Collection entries
________
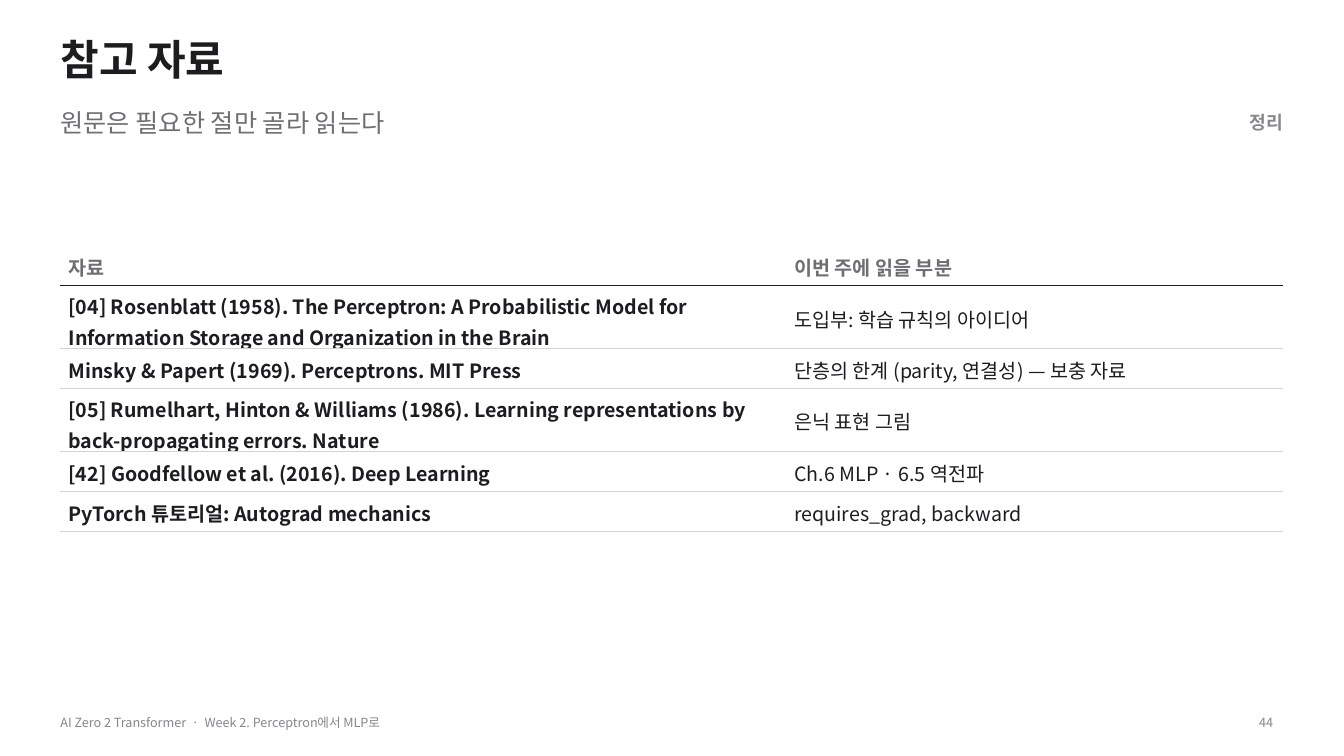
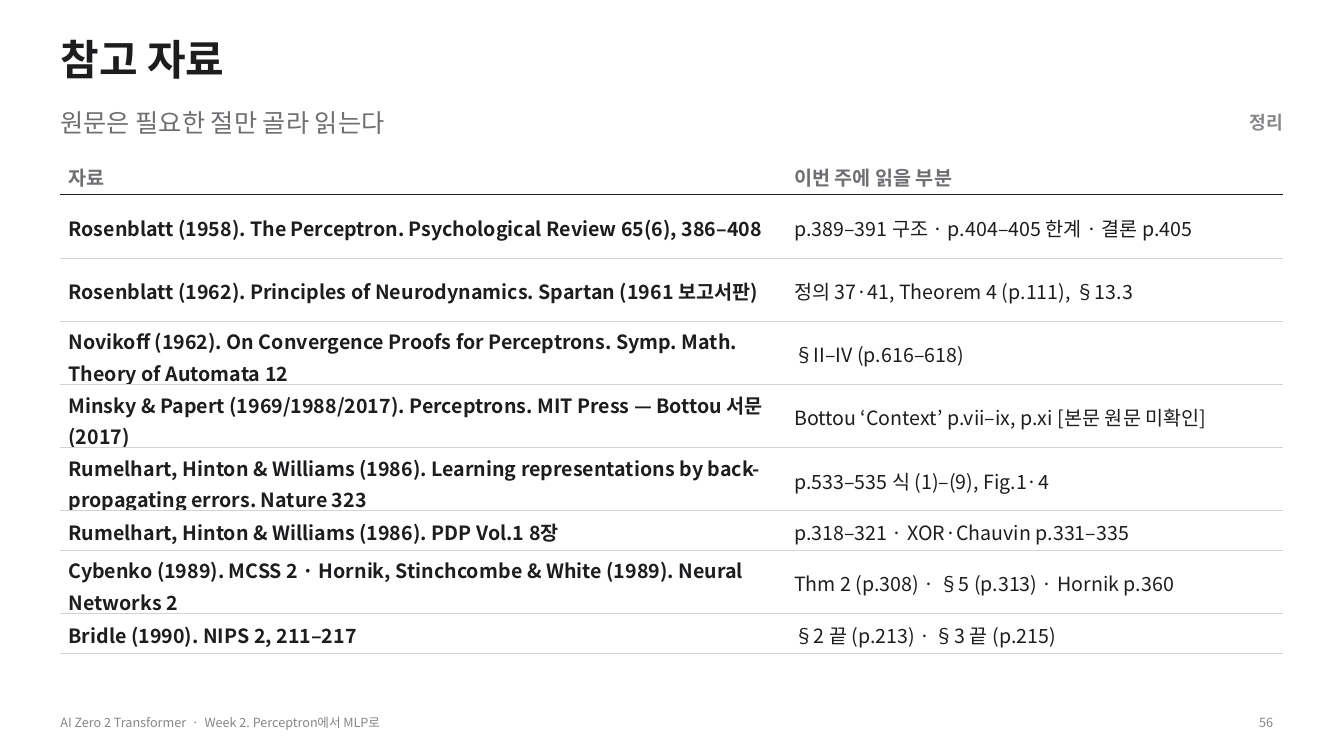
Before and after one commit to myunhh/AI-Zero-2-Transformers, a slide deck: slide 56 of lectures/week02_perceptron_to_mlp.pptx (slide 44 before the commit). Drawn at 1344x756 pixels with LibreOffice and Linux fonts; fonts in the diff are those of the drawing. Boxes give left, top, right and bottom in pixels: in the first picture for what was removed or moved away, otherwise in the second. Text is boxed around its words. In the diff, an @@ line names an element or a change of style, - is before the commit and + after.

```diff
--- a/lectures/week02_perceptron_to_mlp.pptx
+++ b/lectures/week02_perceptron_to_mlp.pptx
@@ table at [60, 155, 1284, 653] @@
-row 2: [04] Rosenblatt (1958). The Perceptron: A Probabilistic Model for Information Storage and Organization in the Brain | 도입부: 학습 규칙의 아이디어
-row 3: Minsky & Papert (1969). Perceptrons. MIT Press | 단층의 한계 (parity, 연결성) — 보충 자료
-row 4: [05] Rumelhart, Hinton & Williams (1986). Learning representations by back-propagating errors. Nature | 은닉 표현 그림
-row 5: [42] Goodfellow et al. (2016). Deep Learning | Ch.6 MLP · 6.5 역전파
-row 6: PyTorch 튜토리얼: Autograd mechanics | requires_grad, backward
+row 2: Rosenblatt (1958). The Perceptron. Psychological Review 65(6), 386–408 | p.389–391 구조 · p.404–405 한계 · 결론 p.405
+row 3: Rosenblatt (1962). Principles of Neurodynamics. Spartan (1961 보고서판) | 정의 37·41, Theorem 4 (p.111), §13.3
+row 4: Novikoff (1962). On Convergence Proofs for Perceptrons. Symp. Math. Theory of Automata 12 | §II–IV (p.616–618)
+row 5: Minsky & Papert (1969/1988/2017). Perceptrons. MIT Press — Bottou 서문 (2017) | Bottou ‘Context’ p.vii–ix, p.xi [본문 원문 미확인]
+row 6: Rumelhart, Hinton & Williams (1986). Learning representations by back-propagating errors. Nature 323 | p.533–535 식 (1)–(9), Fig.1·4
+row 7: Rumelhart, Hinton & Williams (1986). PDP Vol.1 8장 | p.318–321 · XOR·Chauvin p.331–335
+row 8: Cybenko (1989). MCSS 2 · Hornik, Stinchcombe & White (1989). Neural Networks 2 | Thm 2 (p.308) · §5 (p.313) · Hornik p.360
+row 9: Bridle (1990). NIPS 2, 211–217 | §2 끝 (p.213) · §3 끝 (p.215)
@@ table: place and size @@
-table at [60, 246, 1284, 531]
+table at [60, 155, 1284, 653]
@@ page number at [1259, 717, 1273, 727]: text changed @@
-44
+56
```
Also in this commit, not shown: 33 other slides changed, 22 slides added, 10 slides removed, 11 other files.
________
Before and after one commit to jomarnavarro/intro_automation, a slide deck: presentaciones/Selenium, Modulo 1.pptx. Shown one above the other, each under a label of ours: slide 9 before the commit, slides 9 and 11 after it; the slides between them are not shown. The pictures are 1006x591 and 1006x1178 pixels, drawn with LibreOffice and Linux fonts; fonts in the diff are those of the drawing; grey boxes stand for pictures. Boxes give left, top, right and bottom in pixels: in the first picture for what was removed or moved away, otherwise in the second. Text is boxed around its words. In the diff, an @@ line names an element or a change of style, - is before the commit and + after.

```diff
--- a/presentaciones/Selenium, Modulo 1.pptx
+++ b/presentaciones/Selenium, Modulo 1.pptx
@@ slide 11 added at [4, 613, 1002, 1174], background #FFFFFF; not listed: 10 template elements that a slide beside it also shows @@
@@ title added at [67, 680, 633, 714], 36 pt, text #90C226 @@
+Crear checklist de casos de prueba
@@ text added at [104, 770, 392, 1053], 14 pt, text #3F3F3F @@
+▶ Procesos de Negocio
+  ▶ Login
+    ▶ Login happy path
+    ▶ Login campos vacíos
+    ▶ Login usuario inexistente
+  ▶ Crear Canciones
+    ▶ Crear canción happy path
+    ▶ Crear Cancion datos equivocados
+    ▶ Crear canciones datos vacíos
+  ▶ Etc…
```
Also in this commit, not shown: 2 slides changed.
________
## What the exercise asks
Pull every line holding "happy" out of the records.

## Task solution
+    ▶ Login happy path
+    ▶ Crear canción happy path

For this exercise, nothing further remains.